**DATA SUPPLIED**
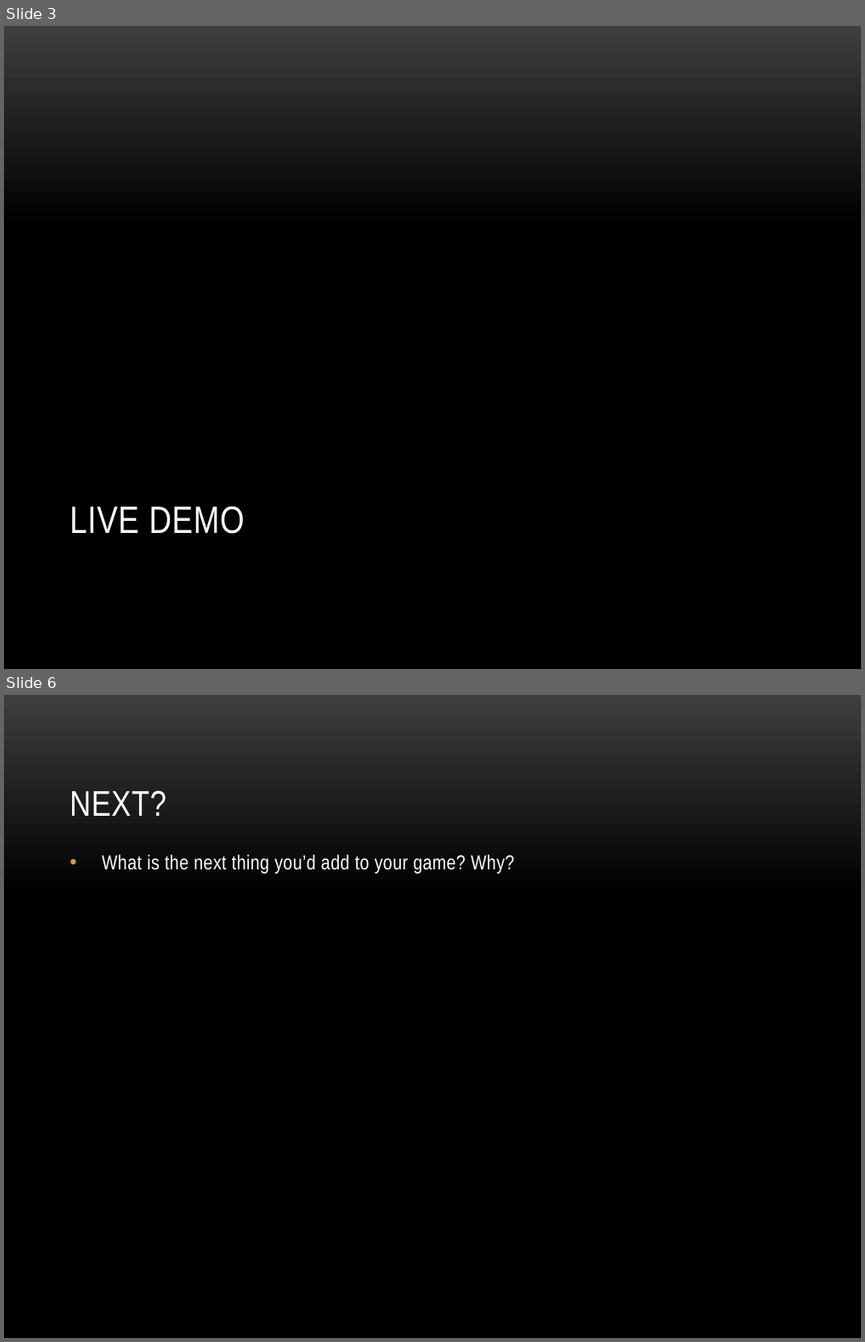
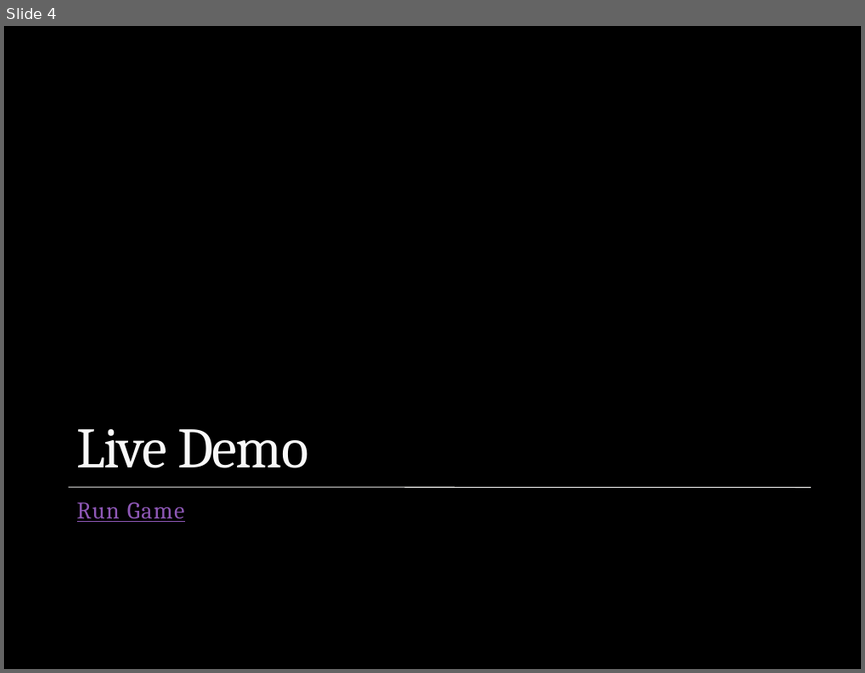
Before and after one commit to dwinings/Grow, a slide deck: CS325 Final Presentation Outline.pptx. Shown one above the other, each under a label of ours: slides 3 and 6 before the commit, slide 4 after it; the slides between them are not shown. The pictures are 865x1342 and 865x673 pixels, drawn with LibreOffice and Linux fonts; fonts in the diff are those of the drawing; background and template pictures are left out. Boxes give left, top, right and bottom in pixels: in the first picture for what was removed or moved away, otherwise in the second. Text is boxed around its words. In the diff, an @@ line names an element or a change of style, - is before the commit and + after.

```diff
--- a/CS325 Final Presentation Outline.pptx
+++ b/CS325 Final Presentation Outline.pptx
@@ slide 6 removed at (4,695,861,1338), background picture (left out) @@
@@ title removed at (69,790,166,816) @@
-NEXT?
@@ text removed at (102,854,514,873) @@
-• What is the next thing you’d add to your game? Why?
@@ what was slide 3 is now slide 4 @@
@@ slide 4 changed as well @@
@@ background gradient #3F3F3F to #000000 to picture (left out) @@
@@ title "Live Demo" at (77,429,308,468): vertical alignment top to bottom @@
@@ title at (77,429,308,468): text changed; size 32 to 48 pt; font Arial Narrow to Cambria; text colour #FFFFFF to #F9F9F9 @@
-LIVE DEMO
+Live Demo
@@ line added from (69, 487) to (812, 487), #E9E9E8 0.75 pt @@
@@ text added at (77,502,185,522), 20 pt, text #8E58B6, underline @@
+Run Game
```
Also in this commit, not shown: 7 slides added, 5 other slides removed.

**AIM OF THE TASK**
Search the listing above for the string "changed". Copy every line that contains it.

**RESPONSE TO THIS EXERCISE**
@@ slide 4 changed as well @@
@@ title at (77,429,308,468): text changed; size 32 to 48 pt; font Arial Narrow to Cambria; text colour #FFFFFF to #F9F9F9 @@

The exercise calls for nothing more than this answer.